Wednesday, November 11, 2009

More Chemo

The results of my most recent PET scan are in, and they are mixed. I still have two active, cancerous nodes. One is less active than the last time; one is slightly more active than the last time. Not larger - they're all much smaller than they were. But active.

My doctors believe that it would be best to have more chemo before the transplant attempt; they want the cancerous nodes as dead as possible before swinging the Big Hammer at them. Fair enough, but it seems somehow predictable that just as I was starting to feel pretty good I'd have to go back under chemo. (Various people use various words to describe this. Some "take" chemo. Some are "on" chemo. Some "do" chemo. For me, "under" chemo seems the most accurate, capturing as it does the sense of having something heavy weighing one down.)
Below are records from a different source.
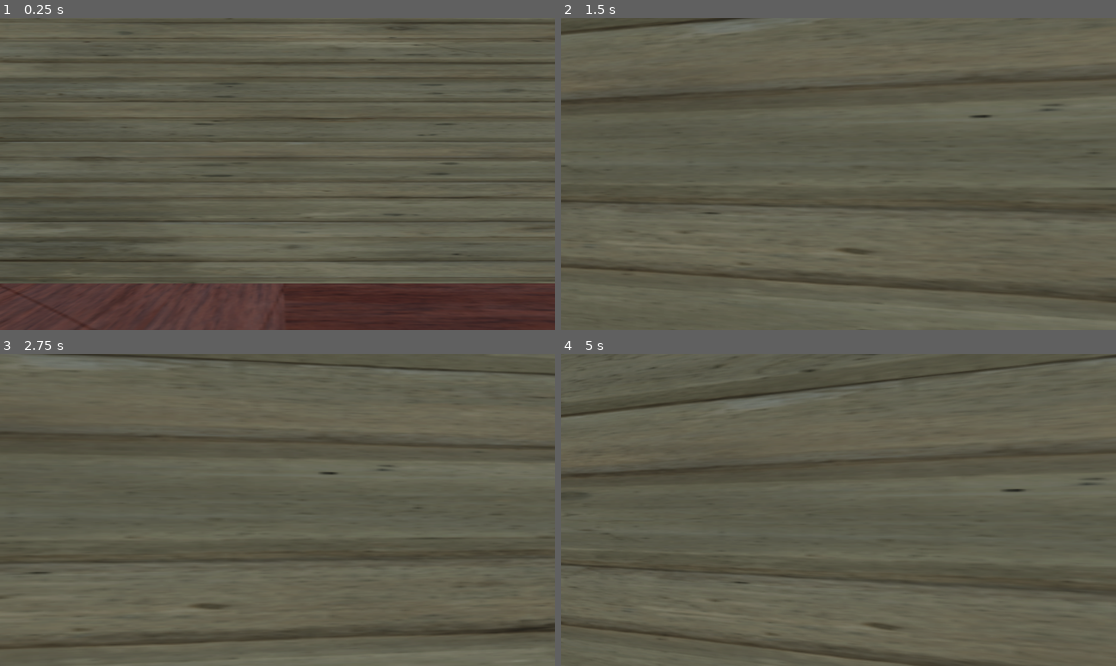
Above: before the commit, frames 1-4 (two rows, left to right).
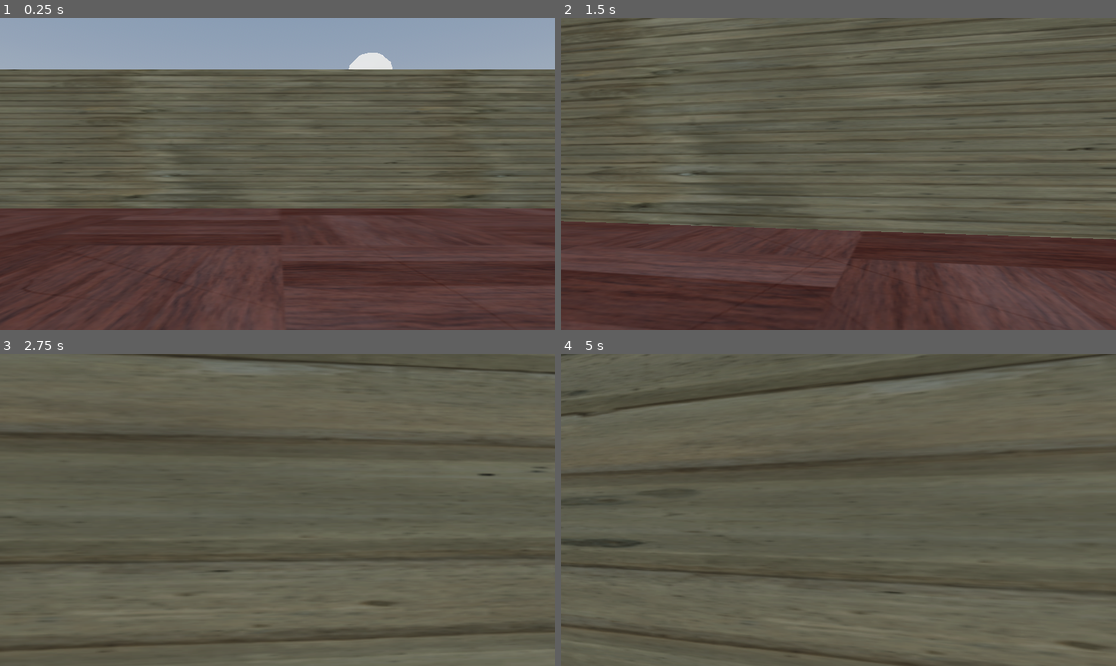
Above: after the commit, the same moments.

Repository: lanceabellanosa/LANCE-S-GODOT-PROJECT
Game: Godot game, scene res://scenes/world.tscn
Two runs of this game, one before a commit and one after it. Both use one fixed random seed, a clock stepped at 60 frames per second and the inputs below.
Inputs (mouse positions are in pixels of both pictures, inside the frame that each line leads up to):
- Up to frame 1 (0.25 s): no input
- Up to frame 2 (1.5 s): tap Enter (ui_accept) at 0.5, 0.6, 0.77, 1.07, 1.35 s; move the mouse to (866, 174) at 0.52 s; hold Up (ui_up) from 0.53 s (still down); move the mouse to (810, 174) at 1.27 s
- Up to frame 3 (2.75 s): keep holding Up (ui_up); tap Enter (ui_accept) at 1.52, 1.82, 2.1 s; move the mouse to (288, 503) at 2.02 s
- Up to frame 4 (5 s): keep holding Up (ui_up); move the mouse to (832, 516) at 2.77 s; tap Enter (ui_accept) at 2.85, 3.02, 3.32, 3.6, 3.77, 4.07, 4.35, 4.52, 4.82 s; move the mouse to (877, 513) at 3.52 s; move the mouse to (794, 506) at 4.27 s

The runs differ from the first frame. In frame 1, 42% of the frame differs, in the area x 0-100%, y 0-100%; in frame 2, 35%; in frame 3, 1.5%; in frame 4, 1.8%.

Commit message:
godot file

Diff:
--- a/project.godot
+++ b/project.godot
@@ -45,6 +45,11 @@
 , Object(InputEventKey,"resource_local_to_scene":false,"resource_name":"","device":-1,"window_id":0,"alt_pressed":false …(186 unchanged characters)…
 ]
 }
+Sprint={
+"deadzone": 0.2,
+"events": [Object(InputEventKey,"resource_local_to_scene":false,"resource_name":"","device":-1,"window_id":0,"alt_pressed":false,"shift_pressed":false,"ctrl_pressed":false,"meta_pressed":false,"pressed":false,"keycode":0,"physical_keycode":89,"key_label":0,"unicode":121,"location":0,"echo":false,"script":null)
+]
+}
 
 [physics]
 
--- /dev/null
+++ b/scenes/player.gd
@@ -0,0 +1,28 @@
+extends CharacterBody3D
+
+
+const SPEED = 5.0
+const JUMP_VELOCITY = 4.5
+
+
+func _physics_process(delta: float) -> void:
+	# Add the gravity.
+	if not is_on_floor():
+		velocity += get_gravity() * delta
+
+	# Handle jump.
+	if Input.is_action_just_pressed("ui_accept") and is_on_floor():
+		velocity.y = JUMP_VELOCITY
+
+	# Get the input direction and handle the movement/deceleration.
+	# As good practice, you should replace UI actions with custom gameplay actions.
+	var input_dir := Input.get_vector("ui_left", "ui_right", "ui_up", "ui_down")
+	var direction := (transform.basis * Vector3(input_dir.x, 0, input_dir.y)).normalized()
+	if direction:
+		velocity.x = direction.x * SPEED
+		velocity.z = direction.z * SPEED
+	else:
+		velocity.x = move_toward(velocity.x, 0, SPEED)
+		velocity.z = move_toward(velocity.z, 0, SPEED)
+
+	move_and_slide()
--- a/scenes/world.tscn
+++ b/scenes/world.tscn
@@ -44,19 +44,29 @@
 [sub_resource type="ConcavePolygonShape3D" id="ConcavePolygonShape3D_71j4m"]
 data = PackedVector3Array(-0.5, -2, 13.276611, -0.5, -2, -13.276611, -0.5, 2, -13.276611, 0.5, -2, -13.276611, -0.5, -2 …(644 unchanged characters)…
 
-[sub_resource type="StandardMaterial3D" id="StandardMaterial3D_71j4m"]
-albedo_texture = ExtResource("3_k0juu")
-albedo_texture_force_srgb = true
-
-[sub_resource type="StandardMaterial3D" id="StandardMaterial3D_qfnet"]
+[sub_resource type="StandardMaterial3D" id="StandardMaterial3D_i7141"]
 albedo_texture = ExtResource("3_k0juu")
 albedo_texture_force_srgb = true
 
 [sub_resource type="ConcavePolygonShape3D" id="ConcavePolygonShape3D_i7141"]
 data = PackedVector3Array(-0.5, -2, 6.2526855, -0.5, -2, -6.2526855, -0.5, 2, -6.2526855, 0.5, -2, -6.2526855, -0.5, -2 …(644 unchanged characters)…
 
+[sub_resource type="StandardMaterial3D" id="StandardMaterial3D_71j4m"]
+albedo_texture = ExtResource("3_k0juu")
+albedo_texture_force_srgb = true
+
+[sub_resource type="StandardMaterial3D" id="StandardMaterial3D_qfnet"]
+albedo_texture = ExtResource("3_k0juu")
+albedo_texture_force_srgb = true
+
 [sub_resource type="ConcavePolygonShape3D" id="ConcavePolygonShape3D_qfnet"]
 data = PackedVector3Array(-0.5, -2, 19.994446, -0.5, -2, -19.994446, -0.5, 2, -19.994446, 0.5, -2, -19.994446, -0.5, -2 …(644 unchanged characters)…
+
+[sub_resource type="ConcavePolygonShape3D" id="ConcavePolygonShape3D_4wyf3"]
+data = PackedVector3Array(-0.5, -2, 5.247856, -0.5, -2, -5.247856, -0.5, 2, -5.247856, 0.5, -2, -5.247856, -0.5, -2, -5.247856, -0.5, -2, 5.247856, -0.5, 2, -5.247856, -0.5, -2, -5.247856, 0.5, -2, -5.247856, -0.5, 2, -5.247856, -0.5, 2, 5.247856, -0.5, -2, 5.247856, -0.5, -2, 5.247856, -0.5, 2, 5.247856, 0.5, 2, 5.247856, 0.5, 2, 5.247856, -0.5, 2, 5.247856, -0.5, 2, -5.247856, -0.5, -2, 5.247856, 0.5, -2, 5.247856, 0.5, -2, -5.247856, 0.5, 2, 5.247856, 0.5, -2, 5.247856, -0.5, -2, 5.247856, 0.5, -2, -5.247856, 0.5, -2, 5.247856, 0.5, 2, 5.247856, 0.5, -2, -5.247856, 0.5, 2, -5.247856, -0.5, 2, -5.247856, -0.5, 2, -5.247856, 0.5, 2, -5.247856, 0.5, 2, 5.247856, 0.5, 2, 5.247856, 0.5, 2, -5.247856, 0.5, -2, -5.247856)
+
+[sub_resource type="ConcavePolygonShape3D" id="ConcavePolygonShape3D_k0juu"]
+data = PackedVector3Array(-0.5, -2, 3.2317772, -0.5, -2, -3.2317772, -0.5, 2, -3.2317772, 0.5, -2, -3.2317772, -0.5, -2, -3.2317772, -0.5, -2, 3.2317772, -0.5, 2, -3.2317772, -0.5, -2, -3.2317772, 0.5, -2, -3.2317772, -0.5, 2, -3.2317772, -0.5, 2, 3.2317772, -0.5, -2, 3.2317772, -0.5, -2, 3.2317772, -0.5, 2, 3.2317772, 0.5, 2, 3.2317772, 0.5, 2, 3.2317772, -0.5, 2, 3.2317772, -0.5, 2, -3.2317772, -0.5, -2, 3.2317772, 0.5, -2, 3.2317772, 0.5, -2, -3.2317772, 0.5, 2, 3.2317772, 0.5, -2, 3.2317772, -0.5, -2, 3.2317772, 0.5, -2, -3.2317772, 0.5, -2, 3.2317772, 0.5, 2, 3.2317772, 0.5, -2, -3.2317772, 0.5, 2, -3.2317772, -0.5, 2, -3.2317772, -0.5, 2, -3.2317772, 0.5, 2, -3.2317772, 0.5, 2, 3.2317772, 0.5, 2, 3.2317772, 0.5, 2, -3.2317772, 0.5, -2, -3.2317772)
 
 [node name="Floor 5" type="Node3D" unique_id=27969865]
 
@@ -68,22 +78,22 @@
 [node name="WorldEnvironment" type="WorldEnvironment" parent="." unique_id=2031102771]
 environment = SubResource("Environment_k0juu")
 
-[node name="player" type="CharacterBody3D" parent="." unique_id=1572183189]
-transform = Transform3D(1, 0, 0, 0, 1, 0, 0, 0, 1, 0, 1.4285998, 7.9935074)
+[node name="player" type="CharacterBody3D" parent="WorldEnvironment" unique_id=1572183189]
+transform = Transform3D(1, 0, 0, 0, 1, 0, 0, 0, 1, 0, 1.4285998, 14.4630165)
 script = ExtResource("1_nnsk1")
 
-[node name="MeshInstance3D" type="MeshInstance3D" parent="player" unique_id=1366885302]
+[node name="MeshInstance3D" type="MeshInstance3D" parent="WorldEnvironment/player" unique_id=1366885302]
 transform = Transform3D(1, 0, 0, 0, 1, 0, 0, 0, 1, 0, 0.9923465, 0)
 mesh = SubResource("CapsuleMesh_71j4m")
 
-[node name="CollisionShape3D" type="CollisionShape3D" parent="player" unique_id=1080958174]
+[node name="CollisionShape3D" type="CollisionShape3D" parent="WorldEnvironment/player" unique_id=1080958174]
 transform = Transform3D(1, 0, 0, 0, 1, 0, 0, 0, 1, 0, 0.9923465, 0)
 shape = SubResource("ConvexPolygonShape3D_rwgxs")
 
-[node name="head" type="Node3D" parent="player" unique_id=817132030]
-
-[node name="Camera3D" type="Camera3D" parent="player/head" unique_id=742072161]
-transform = Transform3D(1, 0, 0, 0, 1, 0, 0, 0, 1, 0, 2.3908286, -0.28260708)
+[node name="head" type="Node3D" parent="WorldEnvironment/player" unique_id=817132030]
+
+[node name="Camera3D" type="Camera3D" parent="WorldEnvironment/player/head" unique_id=742072161]
+transform = Transform3D(1, 0, 0, 0, 1, 0, 0, 0, 1, 0, 2.3908286, -0.18396854)
 keep_aspect = 0
 
 [node name="Moon" type="CSGSphere3D" parent="." unique_id=917903440]
@@ -118,9 +128,9 @@
 
 [node name="CSGBox3D2" type="CSGBox3D" parent="Walls" unique_id=1679433094]
 transform = Transform3D(-1, 0, -8.742278e-08, 0, 1, 0, 8.742278e-08, 0, -1, 12.506133, 2.2381697, -1.2440634)
-material_override = SubResource("StandardMaterial3D_71j4m")
+calculate_tangents = false
 size = Vector3(1, 4, 12.505371)
-material = SubResource("StandardMaterial3D_qfnet")
+material = SubResource("StandardMaterial3D_i7141")
 
 [node name="StaticBody3D" type="StaticBody3D" parent="Walls/CSGBox3D2" unique_id=1356727850]
 
@@ -138,3 +148,63 @@
 [node name="CSGBakedCollisionShape3D" type="CollisionShape3D" parent="Walls/CSGBox3D3/StaticBody3D" unique_id=987335608]
 transform = Transform3D(1, 0, 3.5527137e-15, 0, 1, 0, -3.5527137e-15, 0, 1, 0, 0, 0)
 shape = SubResource("ConcavePolygonShape3D_qfnet")
+
+[node name="CSGBox3D4" type="CSGBox3D" parent="Walls" unique_id=791030658]
+transform = Transform3D(-1.0000001, 0, -8.7422784e-08, 0, 1, 0, 8.7422784e-08, 0, -1.0000001, -19.44719, 2.2381697, -4.315668)
+material_override = SubResource("StandardMaterial3D_71j4m")
+size = Vector3(1, 4, 39.98889)
+material = SubResource("StandardMaterial3D_qfnet")
+
+[node name="StaticBody3D" type="StaticBody3D" parent="Walls/CSGBox3D4" unique_id=1016816194]
+
+[node name="CSGBakedCollisionShape3D" type="CollisionShape3D" parent="Walls/CSGBox3D4/StaticBody3D" unique_id=2007053170]
+transform = Transform3D(1, 0, 3.5527137e-15, 0, 1, 0, -3.5527137e-15, 0, 1, 0, 0, 0)
+shape = SubResource("ConcavePolygonShape3D_qfnet")
+
+[node name="CSGBox3D5" type="CSGBox3D" parent="Walls" unique_id=1357378078]
+transform = Transform3D(-4.3711392e-08, 0, 1.0000001, 0, 1, 0, -1.0000001, 0, -4.3711392e-08, 0.061515808, 2.2381697, -22.930628)
+material_override = SubResource("StandardMaterial3D_71j4m")
+size = Vector3(1, 4, 39.98889)
+material = SubResource("StandardMaterial3D_qfnet")
+
+[node name="StaticBody3D" type="StaticBody3D" parent="Walls/CSGBox3D5" unique_id=1849534755]
+
+[node name="CSGBakedCollisionShape3D" type="CollisionShape3D" parent="Walls/CSGBox3D5/StaticBody3D" unique_id=416267461]
+transform = Transform3D(1, 0, 3.5527137e-15, 0, 1, 0, -3.5527137e-15, 0, 1, 0, 0, 0)
+shape = SubResource("ConcavePolygonShape3D_qfnet")
+
+[node name="CSGBox3D6" type="CSGBox3D" parent="Walls" unique_id=16962723]
+transform = Transform3D(-1.0000001, 0, -8.7422784e-08, 0, 1, 0, 8.7422784e-08, 0, -1.0000001, 19.387926, 2.2381697, -4.2497377)
+material_override = SubResource("StandardMaterial3D_71j4m")
+size = Vector3(1, 4, 39.98889)
+material = SubResource("StandardMaterial3D_qfnet")
+
+[node name="StaticBody3D" type="StaticBody3D" parent="Walls/CSGBox3D6" unique_id=238888072]
+
+[node name="CSGBakedCollisionShape3D" type="CollisionShape3D" parent="Walls/CSGBox3D6/StaticBody3D" unique_id=781149330]
+transform = Transform3D(1, 0, 3.5527137e-15, 0, 1, 0, -3.5527137e-15, 0, 1, 0, 0, 0)
+shape = SubResource("ConcavePolygonShape3D_qfnet")
+
+[node name="CSGBox3D7" type="CSGBox3D" parent="Walls" unique_id=1713408032]
+transform = Transform3D(-4.3711392e-08, 0, 1.0000001, 0, 1, 0, -1.0000001, 0, -4.3711392e-08, 7.7432127, 2.2381697, -7.0442266)
+material_override = SubResource("StandardMaterial3D_71j4m")
+size = Vector3(1, 4, 10.495712)
+material = SubResource("StandardMaterial3D_qfnet")
+
+[node name="StaticBody3D" type="StaticBody3D" parent="Walls/CSGBox3D7" unique_id=404374303]
+
+[node name="CSGBakedCollisionShape3D" type="CollisionShape3D" parent="Walls/CSGBox3D7/StaticBody3D" unique_id=661926041]
+transform = Transform3D(1, 0, 3.5527137e-15, 0, 1, 0, -3.5527137e-15, 0, 1, 0, 0, 0)
+shape = SubResource("ConcavePolygonShape3D_4wyf3")
+
+[node name="CSGBox3D8" type="CSGBox3D" parent="Walls" unique_id=695415403]
+transform = Transform3D(-1.0000001, 0, -8.7422784e-08, 0, 1, 0, 8.7422784e-08, 0, -1.0000001, 2.9954026, 2.2381697, -9.713862)
+material_override = SubResource("StandardMaterial3D_71j4m")
+size = Vector3(1, 4, 6.4635544)
+material = SubResource("StandardMaterial3D_qfnet")
+
+[node name="StaticBody3D" type="StaticBody3D" parent="Walls/CSGBox3D8" unique_id=186030712]
+
+[node name="CSGBakedCollisionShape3D" type="CollisionShape3D" parent="Walls/CSGBox3D8/StaticBody3D" unique_id=622831857]
+transform = Transform3D(1, 0, 7.1054274e-15, 0, 1, 0, -7.1054274e-15, 0, 1, 0, 0, 0)
+shape = SubResource("ConcavePolygonShape3D_k0juu")
Not shown, added: scenes/player.gd.uid

I don't know which sort of chemo yet. Surely not ABVD, since I already did that. I hope not ESHAP, which has proven in my case to be pretty effective but also pretty destructive. It takes me weeks to get over ESHAP in any meaningful way, and I'm not looking forward to losing all the strength I've gained back to another round of ESHAP. But I'm not a doctor, and if they think ESHAP is best, well, I guess that's what we'll do. But I don't have to be happy about it.

Last evening the neighbor's miniature dachshund ran away from home. As a small dog like that would be little more than a snack to the area coyotes, we turned out to help in the search. I wandered around out in the desert with a large flashlight for a meaningfully long time before I got tired, and even then, I didn't get mortally tired, I just sort of ran out of juice. It was nice to be able to do that, and to know that even though I could wear myself out, I wasn't pushing the edge of passing out. But now I'll have to do more ESHAP and I'll be right back in the same boat, bedbound and so weak that a walk to the water cooler is more work than I can manage.

Oh well. One does as one must.

PS: After everyone had given up the search, the little dog came home on his own, thirsty and dusty from his big adventure but unharmed.